§ **Work order**
Exclude the pictures and retype the entries as written.

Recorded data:
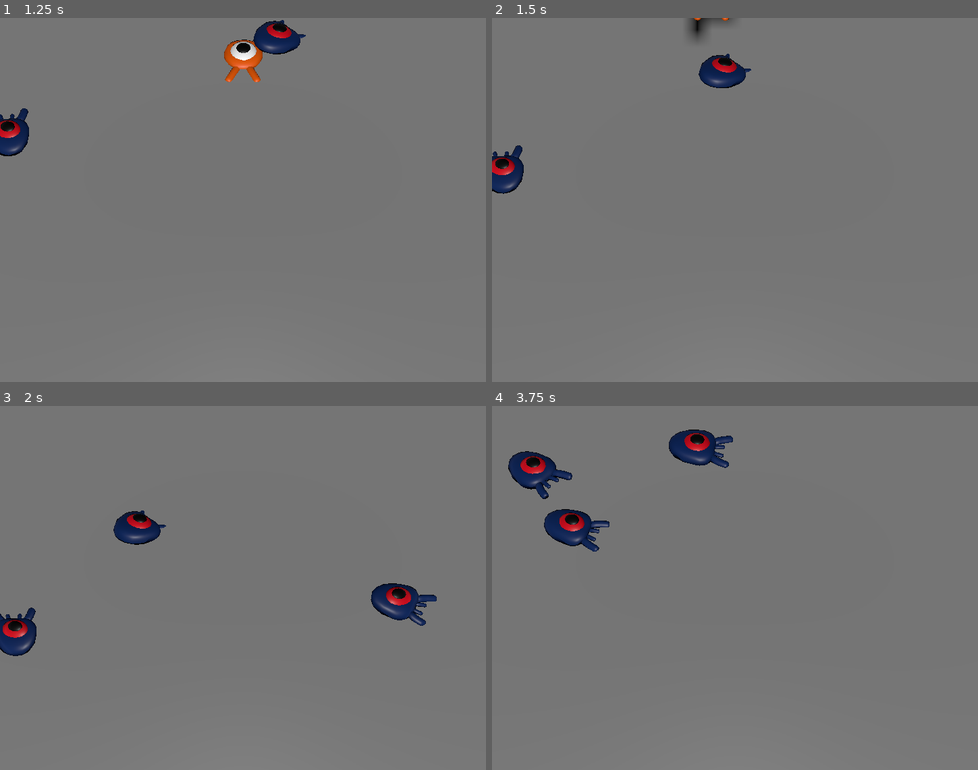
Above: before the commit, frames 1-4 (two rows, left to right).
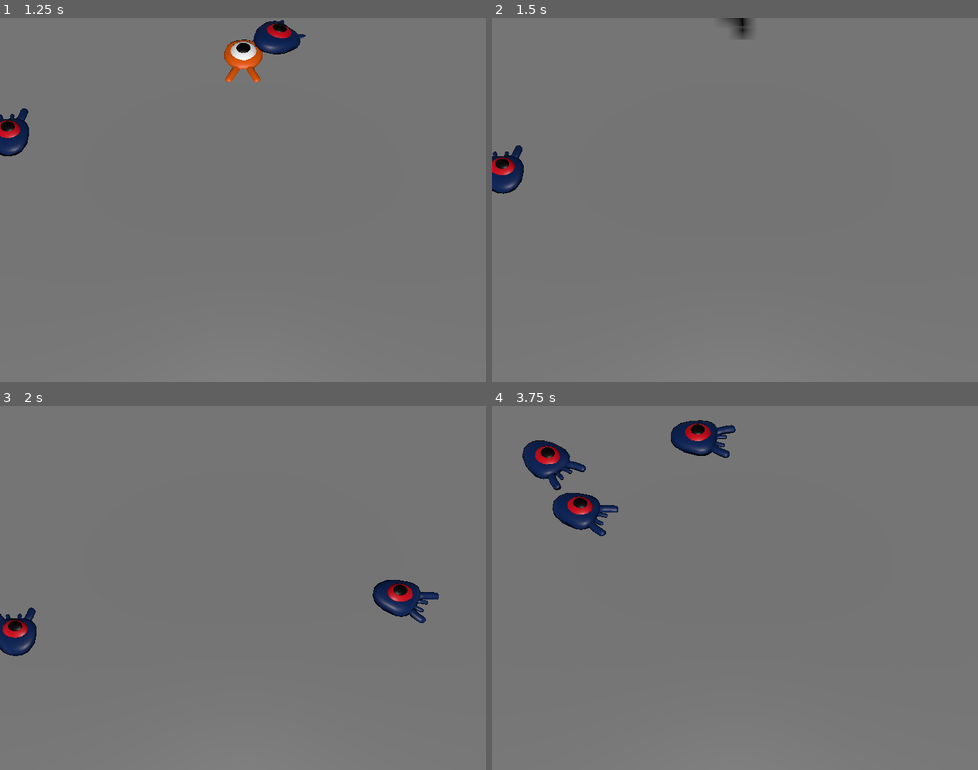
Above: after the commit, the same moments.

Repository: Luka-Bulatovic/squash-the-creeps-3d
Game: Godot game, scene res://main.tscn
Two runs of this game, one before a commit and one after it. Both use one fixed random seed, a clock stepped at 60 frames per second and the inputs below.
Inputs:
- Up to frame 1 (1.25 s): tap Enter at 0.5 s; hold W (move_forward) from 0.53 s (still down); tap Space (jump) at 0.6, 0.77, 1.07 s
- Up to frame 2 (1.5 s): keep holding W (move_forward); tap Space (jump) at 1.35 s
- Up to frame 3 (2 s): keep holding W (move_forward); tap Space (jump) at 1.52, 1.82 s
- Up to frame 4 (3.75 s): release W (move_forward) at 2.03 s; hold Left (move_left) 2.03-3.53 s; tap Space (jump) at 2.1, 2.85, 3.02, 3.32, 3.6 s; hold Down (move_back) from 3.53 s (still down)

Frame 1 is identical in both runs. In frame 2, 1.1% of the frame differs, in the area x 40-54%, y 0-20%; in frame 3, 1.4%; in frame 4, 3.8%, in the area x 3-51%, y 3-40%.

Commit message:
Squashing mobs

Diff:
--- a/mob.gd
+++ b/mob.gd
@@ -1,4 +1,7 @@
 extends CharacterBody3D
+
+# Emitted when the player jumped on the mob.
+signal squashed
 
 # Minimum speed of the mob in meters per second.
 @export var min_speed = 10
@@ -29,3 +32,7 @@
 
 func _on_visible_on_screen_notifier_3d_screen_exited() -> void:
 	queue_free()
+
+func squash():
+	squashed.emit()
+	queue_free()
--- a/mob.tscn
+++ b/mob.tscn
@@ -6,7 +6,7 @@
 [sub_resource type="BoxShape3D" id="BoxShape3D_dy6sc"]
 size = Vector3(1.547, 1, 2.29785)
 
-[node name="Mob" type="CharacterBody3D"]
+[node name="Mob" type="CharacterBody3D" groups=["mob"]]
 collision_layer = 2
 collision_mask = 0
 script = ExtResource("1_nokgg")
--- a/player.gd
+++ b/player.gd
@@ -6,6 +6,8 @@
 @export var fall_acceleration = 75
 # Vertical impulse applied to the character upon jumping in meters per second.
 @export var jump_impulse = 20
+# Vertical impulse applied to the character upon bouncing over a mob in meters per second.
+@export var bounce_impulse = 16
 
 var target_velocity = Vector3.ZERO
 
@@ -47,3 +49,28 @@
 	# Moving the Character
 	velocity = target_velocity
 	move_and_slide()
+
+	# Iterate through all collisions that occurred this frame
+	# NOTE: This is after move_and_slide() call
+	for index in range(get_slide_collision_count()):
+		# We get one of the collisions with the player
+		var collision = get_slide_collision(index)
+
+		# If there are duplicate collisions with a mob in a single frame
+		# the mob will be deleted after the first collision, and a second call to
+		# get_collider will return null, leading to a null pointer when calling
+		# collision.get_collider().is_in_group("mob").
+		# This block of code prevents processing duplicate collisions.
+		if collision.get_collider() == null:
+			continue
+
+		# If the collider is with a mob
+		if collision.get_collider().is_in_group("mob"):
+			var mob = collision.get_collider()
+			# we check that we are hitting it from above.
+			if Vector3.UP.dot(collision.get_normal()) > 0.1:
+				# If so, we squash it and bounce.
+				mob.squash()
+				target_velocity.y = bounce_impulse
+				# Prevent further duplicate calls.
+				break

§ **Output of the exercise**
Above: before the commit, frames 1-4 (two rows, left to right).
Above: after the commit, the same moments.

Repository: Luka-Bulatovic/squash-the-creeps-3d
Game: Godot game, scene res://main.tscn
Two runs of this game, one before a commit and one after it. Both use one fixed random seed, a clock stepped at 60 frames per second and the inputs below.
Inputs:
- Up to frame 1 (1.25 s): tap Enter at 0.5 s; hold W (move_forward) from 0.53 s (still down); tap Space (jump) at 0.6, 0.77, 1.07 s
- Up to frame 2 (1.5 s): keep holding W (move_forward); tap Space (jump) at 1.35 s
- Up to frame 3 (2 s): keep holding W (move_forward); tap Space (jump) at 1.52, 1.82 s
- Up to frame 4 (3.75 s): release W (move_forward) at 2.03 s; hold Left (move_left) 2.03-3.53 s; tap Space (jump) at 2.1, 2.85, 3.02, 3.32, 3.6 s; hold Down (move_back) from 3.53 s (still down)

Frame 1 is identical in both runs. In frame 2, 1.1% of the frame differs, in the area x 40-54%, y 0-20%; in frame 3, 1.4%; in frame 4, 3.8%, in the area x 3-51%, y 3-40%.

Commit message:
Squashing mobs

Diff:
--- a/mob.gd
+++ b/mob.gd
@@ -1,4 +1,7 @@
 extends CharacterBody3D
+
+# Emitted when the player jumped on the mob.
+signal squashed
 
 # Minimum speed of the mob in meters per second.
 @export var min_speed = 10
@@ -29,3 +32,7 @@
 
 func _on_visible_on_screen_notifier_3d_screen_exited() -> void:
 	queue_free()
+
+func squash():
+	squashed.emit()
+	queue_free()
--- a/mob.tscn
+++ b/mob.tscn
@@ -6,7 +6,7 @@
 [sub_resource type="BoxShape3D" id="BoxShape3D_dy6sc"]
 size = Vector3(1.547, 1, 2.29785)
 
-[node name="Mob" type="CharacterBody3D"]
+[node name="Mob" type="CharacterBody3D" groups=["mob"]]
 collision_layer = 2
 collision_mask = 0
 script = ExtResource("1_nokgg")
--- a/player.gd
+++ b/player.gd
@@ -6,6 +6,8 @@
 @export var fall_acceleration = 75
 # Vertical impulse applied to the character upon jumping in meters per second.
 @export var jump_impulse = 20
+# Vertical impulse applied to the character upon bouncing over a mob in meters per second.
+@export var bounce_impulse = 16
 
 var target_velocity = Vector3.ZERO
 
@@ -47,3 +49,28 @@
 	# Moving the Character
 	velocity = target_velocity
 	move_and_slide()
+
+	# Iterate through all collisions that occurred this frame
+	# NOTE: This is after move_and_slide() call
+	for index in range(get_slide_collision_count()):
+		# We get one of the collisions with the player
+		var collision = get_slide_collision(index)
+
+		# If there are duplicate collisions with a mob in a single frame
+		# the mob will be deleted after the first collision, and a second call to
+		# get_collider will return null, leading to a null pointer when calling
+		# collision.get_collider().is_in_group("mob").
+		# This block of code prevents processing duplicate collisions.
+		if collision.get_collider() == null:
+			continue
+
+		# If the collider is with a mob
+		if collision.get_collider().is_in_group("mob"):
+			var mob = collision.get_collider()
+			# we check that we are hitting it from above.
+			if Vector3.UP.dot(collision.get_normal()) > 0.1:
+				# If so, we squash it and bounce.
+				mob.squash()
+				target_velocity.y = bounce_impulse
+				# Prevent further duplicate calls.
+				break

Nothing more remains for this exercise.